November 15: Gothenburg, Sweden; CLUB iDEAL, 7:00pm
November 17: London, England; Café Oto, 7:30pm
November 18: London, England; Hundred Years Gallery, 8:00pm
November 19: Brighton, England; safehouse (with Metcalfe, Edwards, Somervell), 7:30pm
November 20: Munich, Germany; Halle 6, 8:30pm
November 21: Schorndorf, Germany: Manufaktur, 8:30pm
November 22: St. Georgen, Austria; Kulturverein Tribüne, 7:30pm
November 23: Warsaw, Poland; Pardon, To Tu, 8:30pm
November 24: Krakow, Poland; Alchemia, 8:00pm
November 26: Oslo, Norway; Kafé Hærverk; 8:00pm
November 27: Stockholm, Sweden; Rönnells, 7:30pm
November 28: Helsinki, Finland; We Jazz Festival, Café Shade, 6pm
November 29: Helsinki, Finland, We Jazz Festival, Kulttuuritehdas Korjaamo, w/Tommi Keränen
Full concert details: https://kenvandermark.com/all_events/
Though focused on getting ready for this next series of performances, I’d like to acknowledge and thank Joe McPhee and John and Jim of Corbett vs. Dempsey for encouraging me to compose and record a new album of solo music, a set of compositions and improvisations dedicated to Joe, entitled “October Flowers” and recently released: https://vandermark1.bandcamp.com/album/october-flowers-for-joe-mcphee
There was a huge celebration recognizing the contributions of the Empty Bottle Jazz and Improvised Music Series, programming that John and I worked on together for almost ten years, documented now by “The Bottle Tapes” (a six CD box set also just issued by Corbett vs. Dempsey: https://corbettvsdempsey.com/records/the-bottle-tapes/) that took place at the Bottle as part of their 33 1/3 Anniversary on Saturday, November 1st. It included performances by a surprise trio with Paal Nilssen-Love, Clark Sommers, and Edward Wilkerson Jr.; a duo by Damon Locks and me (with Damon collaging materials from the “October Flowers” recordings in real time); a solo by Dorothy Carlos; and concluded with the duo of Paal and Joe McPhee. It was a beautiful night and, thankfully, a victory lap of sorts for the music and its ongoing history, rather than a nostalgia trip.

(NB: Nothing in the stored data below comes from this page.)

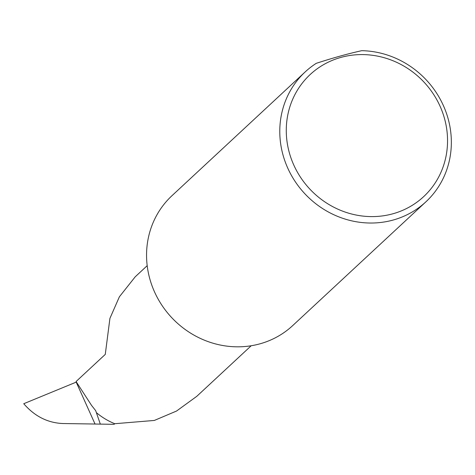 <?xml version="1.0" encoding="UTF-8"?>
<svg xmlns="http://www.w3.org/2000/svg" width="475" height="475" viewBox="0 0 475 475"><rect width="100%" height="100%" fill="white"/><g stroke="black" fill="none" stroke-linecap="round" stroke-linejoin="round"><path stroke-width="0.71" d="M147.191 265.679L135.221 276.806L119.385 296.798L109.927 318.363L105.272 354.397L76.077 381.526L91.592 405.46L95.665 410.632L96.366 412.615A64.731 60.747 47.1 0 0 114.754 423.712L114.101 424.323L62.943 423.534C47.696 422.898 34.627 416.296 23.75 403.714L76.202 382.132L95.053 424.062M443.24 114.368A83.351 78.221 47.1 0 0 340.907 57.41A83.351 78.221 47.1 0 0 290.581 156.821A83.351 78.221 47.1 0 0 392.92 213.774A83.351 78.221 47.1 0 0 443.24 114.368M361.742 50.677A88.671 83.214 -132.9 0 1 446.767 114.261A88.671 83.214 -132.9 0 1 425.927 201.798A88.671 83.214 -132.9 0 1 284.365 159.428A88.671 83.214 -132.9 0 1 305.211 71.891A88.671 83.214 -132.9 0 1 316.267 63.323C332.666 57.992 347.825 53.776 361.742 50.677M425.927 201.798L292.701 325.595A88.671 83.214 -132.9 0 1 151.139 283.225A88.671 83.214 -132.9 0 1 171.986 195.688L305.211 71.891M251.204 345.747L196.769 396.334L176.54 411.041L154.333 420.446L114.754 423.712M100.344 424.175L96.366 412.615"/></g></svg>
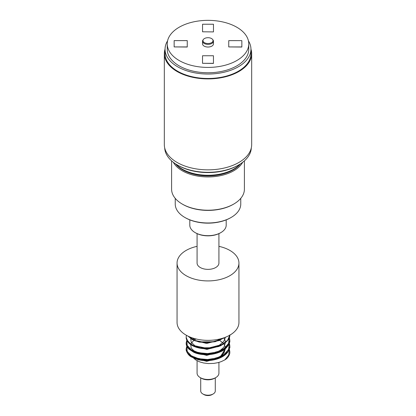 <?xml version="1.0" encoding="UTF-8"?>
<svg xmlns="http://www.w3.org/2000/svg" width="416" height="416" viewBox="0 0 416 416"><rect width="100%" height="100%" fill="white"/><g stroke="black" fill="none" stroke-linecap="round" stroke-linejoin="round"><path stroke-width="0.62" d="M188.146 336.196L194.158 340.267L203.913 342.43L214.661 341.578L223.642 337.906M223.387 337.995L214.542 341.526L204.235 342.368L194.771 340.434L188.266 336.253M186.165 337.48L186.56 339.524L191.157 344.677L199.852 347.875L210.527 348.228L220.589 345.535L227.588 340.34L229.798 335.171L227.635 340.194L222.628 344.401L207.251 348.369L192.296 345.254L187.756 341.583L186.16 337.225L186.456 335.317L186.176 336.804M186.16 343.06L188.791 348.785L196.097 352.882L206.294 354.406L216.908 352.877L225.358 348.546L229.58 342.358L229.835 340.158M229.33 337.23L229.835 340.2L228.176 345.394L223.444 349.856L208 354.292L192.556 351.343L187.824 347.625L186.16 343.174L186.867 340.236M186.961 340.044L187.231 339.576M186.165 349.19L187.148 352.664L192.79 357.49L202.129 360.116L212.898 359.788L222.472 356.47L228.53 350.854L229.835 346.46M229.32 343.216L229.84 346.148L228.176 351.343L223.439 355.805L208 360.246L192.556 357.292L187.824 353.574L186.165 349.123L186.867 346.185M186.961 345.992L187.231 345.519M195.13 232.596L195.645 232.892A17.472 10.088 0 0 0 220.355 232.892L220.87 232.596A18.2 10.509 180 0 1 195.13 232.596A18.2 10.509 180 0 1 189.8 225.165L189.8 219.877M200.278 377.624L201.308 378.217A9.464 5.465 0 0 0 214.692 378.217L215.722 377.624A10.92 6.302 180 0 1 200.278 377.624A10.92 6.302 180 0 1 197.08 373.168L197.08 360.74M197.08 233.636L197.08 263.058A10.92 6.302 0 0 0 208 269.365A10.92 6.302 0 0 0 218.92 263.058L218.92 233.636M218.92 362.404L218.92 373.168A10.92 6.302 180 0 1 215.722 377.624M215.28 377.879L215.28 390.998A7.28 4.202 180 0 1 213.148 393.968A7.28 4.202 180 0 1 202.852 393.968A7.28 4.202 180 0 1 202.275 393.593A7.28 4.202 180 0 1 200.72 390.998L200.72 377.879M202.852 393.968L203.882 394.566A5.824 3.364 0 0 0 212.118 394.566L213.148 393.968M197.08 246.345A30.94 17.862 0 0 0 179.852 255.648A30.94 17.862 0 0 0 177.06 263.058A30.94 17.862 0 0 0 201.432 280.514A30.94 17.862 0 0 0 236.148 270.473A30.94 17.862 0 0 0 238.94 263.058A30.94 17.862 0 0 0 218.92 246.345M177.06 263.058L177.06 322.499A30.94 17.862 0 0 0 201.432 339.95A30.94 17.862 0 0 0 236.148 329.909A30.94 17.862 0 0 0 238.94 322.499L238.94 263.058M229.32 349.159L229.819 351.52L229.668 353.798C228.738 356.58 227.131 358.613 224.838 359.887L221.208 361.644L217.932 362.669L213.767 363.402L208.374 363.574L203.59 362.986L199.524 361.837L195.562 359.819L193.107 357.646M229.84 352.097L229.819 352.773A21.84 12.61 180 0 1 229.689 353.694M213.606 341.806L199.545 341.864M213.606 347.75L199.586 347.823M213.616 353.699L199.534 353.761M219.175 357.172L223.137 354.016L225.087 349.154L220.516 356.59M213.6 359.653L199.571 359.72M173.306 162.271A36.4 21.013 0 0 0 233.735 170.784A36.4 21.013 0 0 0 242.694 162.271M240.469 163.857A35.672 20.592 180 0 1 233.22 169.889A35.672 20.592 180 0 1 175.531 163.857M240.76 198.364L240.76 204.069A32.76 18.912 180 0 1 231.166 217.438A32.76 18.912 180 0 1 184.834 217.438A32.76 18.912 180 0 1 175.24 204.069L175.24 198.364M231.166 217.438A32.76 18.912 180 0 1 231.161 217.438L230.651 217.734L231.166 217.438M184.834 217.438L185.349 217.734A32.032 18.491 0 0 0 230.651 217.734M182.26 204.064L182.775 204.365A35.672 20.592 0 0 0 233.22 204.365A35.672 20.592 0 0 0 233.225 204.365L233.735 204.064A36.4 21.013 180 0 1 182.26 204.064A36.4 21.013 180 0 1 171.6 189.207L171.6 160.857M244.4 160.857L244.4 189.207A36.4 21.013 180 0 1 233.74 204.064A36.4 21.013 180 0 1 233.735 204.064L233.225 204.365M226.2 219.877L226.2 225.165A18.2 10.509 180 0 1 220.87 232.596M187.257 40.617L174.153 40.617L174.148 46.92L187.252 46.925L187.257 40.617L187.252 46.925M174.148 46.92L187.252 47.029M202.535 55.754L202.53 63.315L213.45 63.32L213.45 55.754L202.535 55.754M213.45 55.754L213.45 63.32M202.53 63.315L213.45 63.424M228.743 46.93L241.847 46.935L241.852 40.633L228.748 40.628L228.743 46.93L241.847 47.039L241.852 40.633M213.465 31.798L213.47 24.232L202.55 24.232L202.55 31.798L213.465 31.907L213.47 24.232M202.55 31.798L213.465 31.907M212.602 39.426L212.982 39.92A5.46 3.151 180 0 1 213.46 41.21A5.46 3.151 180 0 1 208 44.361A5.46 3.151 180 0 1 202.54 41.21A5.46 3.151 180 0 1 203.018 39.92L203.398 39.426A5.039 2.912 0 0 0 208 43.524A5.039 2.912 0 0 0 212.602 39.426A5.039 2.912 0 0 0 211.567 38.558A5.039 2.912 0 0 0 203.398 39.426M202.54 41.21L202.54 43.883A5.46 3.151 0 0 0 208 47.034A5.46 3.151 0 0 0 213.46 43.883L213.46 41.21M236.834 27.248A40.768 23.535 0 0 0 192.405 22.136A40.768 23.535 0 0 0 167.232 43.883A40.768 23.535 0 0 0 179.166 60.518A40.768 23.535 0 0 0 223.595 65.629A40.768 23.535 0 0 0 248.768 43.883A40.768 23.535 0 0 0 236.834 27.248M167.232 43.883L167.232 49.234A40.768 23.535 0 0 0 179.166 65.868A40.768 23.535 0 0 0 223.595 70.975A40.768 23.535 0 0 0 248.768 49.234L248.768 43.883M167.57 40.862A42.947 24.799 0 0 0 165.053 49.234A42.947 24.799 0 0 0 177.622 66.758A42.947 24.799 0 0 0 224.427 72.145A42.947 24.799 0 0 0 250.947 49.234A42.947 24.799 0 0 0 248.43 40.862M165.053 49.234L165.053 53.69A42.947 24.799 0 0 0 177.622 71.219A42.947 24.799 0 0 0 224.427 76.601A42.947 24.799 0 0 0 250.947 53.69L250.947 49.234M165.053 49.104A43.675 25.215 0 0 0 164.325 53.69A43.675 25.215 0 0 0 177.107 71.516A43.675 25.215 0 0 0 224.708 76.986A43.675 25.215 0 0 0 251.675 53.69A43.675 25.215 0 0 0 250.947 49.104M164.7 147.94A43.311 25.007 0 0 0 177.362 164.98A43.311 25.007 0 0 0 177.372 164.986A43.311 25.007 0 0 0 238.628 164.986A43.311 25.007 0 0 0 251.3 147.94M238.628 164.986L237.853 165.433A42.219 24.378 180 0 1 178.147 165.433A42.219 24.378 180 0 1 178.136 165.428M251.675 53.69L251.675 144.628A43.675 25.215 180 0 1 224.708 167.929A43.675 25.215 180 0 1 177.107 162.453A43.675 25.215 180 0 1 164.325 144.628L164.325 53.69M240.256 163.992A36.4 21.013 180 0 1 233.74 169.114A36.4 21.013 180 0 1 182.265 169.114A36.4 21.013 180 0 1 182.26 169.114A36.4 21.013 180 0 1 175.744 163.992M182.775 169.416A35.672 20.592 0 0 0 182.78 169.416L182.26 169.114L182.78 169.416A35.672 20.592 0 0 0 233.225 169.416L233.74 169.114M224.125 337.74L215.249 341.708L204.558 342.753L194.73 340.74L188.224 336.289M227.126 340.891L218.868 346.502L207.173 348.738L195.744 347.069L188.183 342.181M227.812 345.914L219.648 352.134L207.371 354.682L195.322 352.867L187.741 347.521M227.193 352.711L218.972 358.358L207.282 360.636L195.816 358.987L188.209 354.115M219.752 339.019L219.352 339.253M194.74 339.638L192.514 337.958M225.456 337.246L223.688 341.588L219.352 345.202M194.735 345.587L191.225 342.254L190.689 338.416M223.756 337.87L224.728 339.466M224.832 339.69L225.394 341.572M225.477 342.493L223.928 347.22L219.352 351.151M194.73 351.536L191.225 348.202L190.689 344.37M190.954 343.611L193.95 340.236M194.849 339.669L196.16 338.998M217.963 339.409L218.405 339.622M219.346 340.116L223.241 343.19M223.735 343.793L224.728 345.42M225.051 346.185L225.394 347.526M225.477 348.447L223.928 353.168L219.362 357.1M220.605 339.576L206.705 343.481L193.742 340.09M220.948 345.29L206.95 349.43L193.742 346.034M220.6 351.478L206.695 355.384L193.731 351.983M194.823 340.787L195.094 340.631M218.119 340.579L218.535 340.787M220.605 357.427L206.705 361.332L193.747 357.937M229.19 337.605L228.613 343.377L224.167 348.504L216.684 352.102L207.568 353.574L198.536 352.721L191.282 349.778L187.164 345.379L186.961 340.428M229.19 343.559L228.613 349.331L224.162 354.458L216.679 358.051L207.563 359.523L198.531 358.67L191.277 355.727L187.164 351.328L186.966 346.377M229.19 349.508L228.753 354.962L224.843 359.887M229.819 345.571L229.33 343.19M186.831 340.236L186.176 342.732M229.819 351.52L229.33 349.133M186.846 346.143L186.176 348.696M187.949 336.102L192.322 339.633L199.238 342.082L209.201 342.69L218.899 340.553L224.255 337.693M186.176 337.74C186.243 337.532 185.739 339.482 188.77 342.976C190.502 344.718 192.915 346.117 196.014 347.168C200.434 348.613 205.265 349.066 210.512 348.52L220.262 345.93C227.006 342.139 230.194 338.458 229.819 334.89M186.176 343.673C186.311 345.618 187.257 347.454 189.02 349.17L193.643 352.191C199.061 355.004 210.839 356.184 220.714 351.671C227.344 349.149 230.329 342.066 229.819 340.87M186.176 349.627C185.739 349.102 186.982 354.723 191.443 356.97L197.943 359.632C204.454 361.202 211 360.953 217.578 358.878C222.232 357.276 225.644 355.009 227.812 352.066C229.533 348.748 230.199 346.991 229.819 346.798M178.147 165.433L177.372 164.986"/></g></svg>
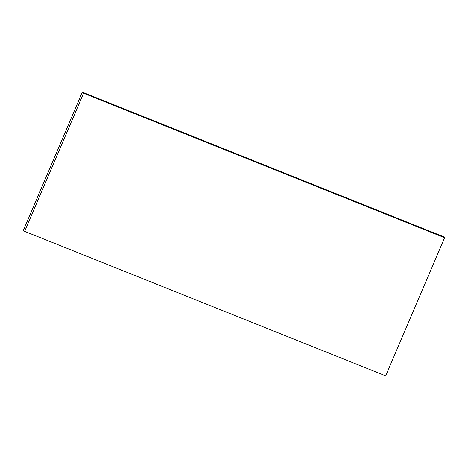 <?xml version="1.0" encoding="UTF-8"?>
<svg xmlns="http://www.w3.org/2000/svg" width="468" height="468" viewBox="0 0 468 468"><rect width="100%" height="100%" fill="white"/><g stroke="black" fill="none" stroke-linecap="round" stroke-linejoin="round"><path stroke-width="0.7" d="M24.652 231.379L23.4 230.279L82.321 92.143L443.348 236.621L444.6 237.721L83.573 93.243L24.652 231.379L385.679 375.857L444.6 237.721M82.321 92.143L83.573 93.243"/></g></svg>

There was a smaller celebration the next evening in Sawyer, Michigan that was, for me anyway, just as significant. It was held at Out There, an outstanding venue and restaurant. After traveling and being hosted in Europe and China for most of October, to be treated with such respect at a place so close to home on my first visit to the space meant an immense amount. I played the compositions from “October Flowers” with Joe and Paal in the audience, alongside John and Jim from CvsD. Though the setting was more intimate than the one from the night before, it was also more intense to be standing there alone, presenting music written for the person who inspired it in the room. Joe and Paal played breathtaking music during their set together.
There was something extraordinary and personal that took place that Sunday: in February of 1996, Joe’s solo performance and trio set with Kent Kessler and me toward the start of the series at the Bottle really helped launch it; it also launched years of opportunities to collaborate with Joe in a variety of contexts, with the Peter Brötzmann Chicago Tentet, the trio with Susan Alcorn, and recording duo improvisations for his album of poetry, “Musings of a Bahamian Son (CvsD) among them. As I sat with Joe while he packed up his horn at the end of the night and before I traveled with Ben Hall to work with him in Detroit, it wasn’t as if things had come full circle after nearly three decades, the motion was centrifugal, continuing to move out, like the piece “Shakey Jake”; recorded by Joe in 1970 at Vassar College in his hometown of Poughkeepsie for a small label called CjRecord Productions that ended up on the soundtrack for an internationally viewed and acclaimed show, “Severance”, more than a half century later.